I just did a useradd joe and ran the scan as a non-root user with the default permissions/groups/etc.. The system has the same permissions you've indicated: /boot is 555 (dr-xr-xr-x) and /boot/grub2 is 700 (drwx------).

image

... and the user joe gets a typical permission error accessing these paths:

image
reure1 commented 1 month ago

I started looking at the code. This will give me a chance to learn a little Go. lstat is only on one place. So I will start there.

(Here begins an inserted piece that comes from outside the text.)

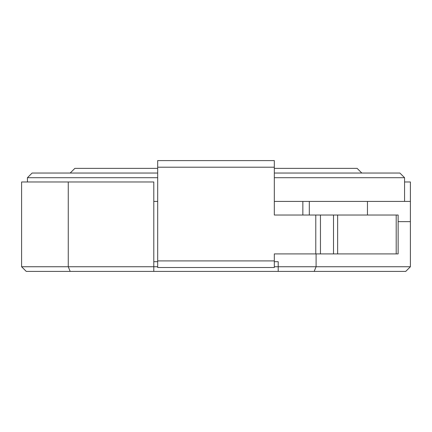 <?xml version="1.0" encoding="UTF-8"?>
<svg xmlns="http://www.w3.org/2000/svg" width="432" height="432" viewBox="0 0 432 432"><rect width="100%" height="100%" fill="white"/><g stroke="black" fill="none" stroke-linecap="round" stroke-linejoin="round"><path stroke-width="0.65" d="M157.68 266.738L153.792 266.738L153.792 181.98L68.256 181.98L68.256 266.738L153.792 266.738L153.792 271.404L278.208 271.404L278.208 266.738L316.1 266.738L316.1 253.908M274.32 266.738L278.208 266.738L278.208 261.684L274.32 261.684M302.848 215.028L302.848 201.42L404.568 201.42L404.568 177.703L274.32 177.703M27.432 181.98L27.432 177.703L157.68 177.703M27.432 177.703L32.098 173.038L157.68 173.038M274.32 173.038L399.902 173.038L404.568 177.703M70.2 173.038L74.866 168.372L157.68 168.372M274.32 168.372L357.134 168.372L361.8 173.038M410.4 266.738L405.734 271.404L314.167 271.404L316.1 266.738L410.4 266.738L410.4 221.638L398.131 221.638M314.167 271.404L278.208 271.404M21.6 266.738L68.256 266.738L70.189 271.404L26.266 271.404L21.6 266.738L21.6 181.98L68.256 181.98M153.792 271.404L70.189 271.404M302.848 201.42L274.32 201.42M157.68 201.42L153.792 201.42M157.68 261.684L153.792 261.684M410.4 221.638L410.4 181.98L404.568 181.98M367.454 215.028L367.454 201.42L410.4 201.42M315.781 215.028L315.781 253.908L274.32 253.908L274.32 267.516L157.68 267.516L157.68 160.596L274.32 160.596L274.32 215.028L333.509 215.028L333.509 253.908L398.131 253.908L398.131 215.028L396.193 215.028L396.193 253.908M315.781 253.908L333.509 253.908M333.509 215.028L337.635 215.028L337.635 253.908M337.635 215.028L396.193 215.028M274.32 167.206L157.68 167.206M274.32 260.906L157.68 260.906M320.452 215.028L320.452 253.908M309.312 215.028L309.312 201.42"/></g></svg>

syft/internal/fileresolver/directory_indexer.go:218
reure1 commented 1 month ago

I had to work on something else for a few days. I'm glad to see someone else had the issue and could easily reproduce it.

reure1 commented 1 month ago

@kzantow, I came up with a quick fix. In syft/internal/fileresolver/directory_indexer.go I changed line 91 from:

return fmt.Errorf("unable to index filesystem path=%q: %w, currentPath, err)

to:

log.WithFields("path", currentPath).Warn("unable to index filesystem path")
continue
willmurphyscode commented 1 month ago

@reure1 that's a good idea! It would be great if we could report this as part of our new "known unknowns" feature which was added by https://github.com/anchore/syft/pull/2998/.

What we would like is for the directory_indexer to be able to use unknowns.Appendf to add to a slice of errors files that it didn't have permissions for, similar to what catalogers do:

https://github.com/anchore/syft/blob/5d165e0230403821efd0608500b7cdd1e66316c5/syft/pkg/cataloger/golang/scan_binary.go#L48-L51

However, there might be additional wiring needed to make this work from inside a resolver (above link is to a cataloger, not a resolver).

If you'd like to pick this up, just let us know! We're happy to help.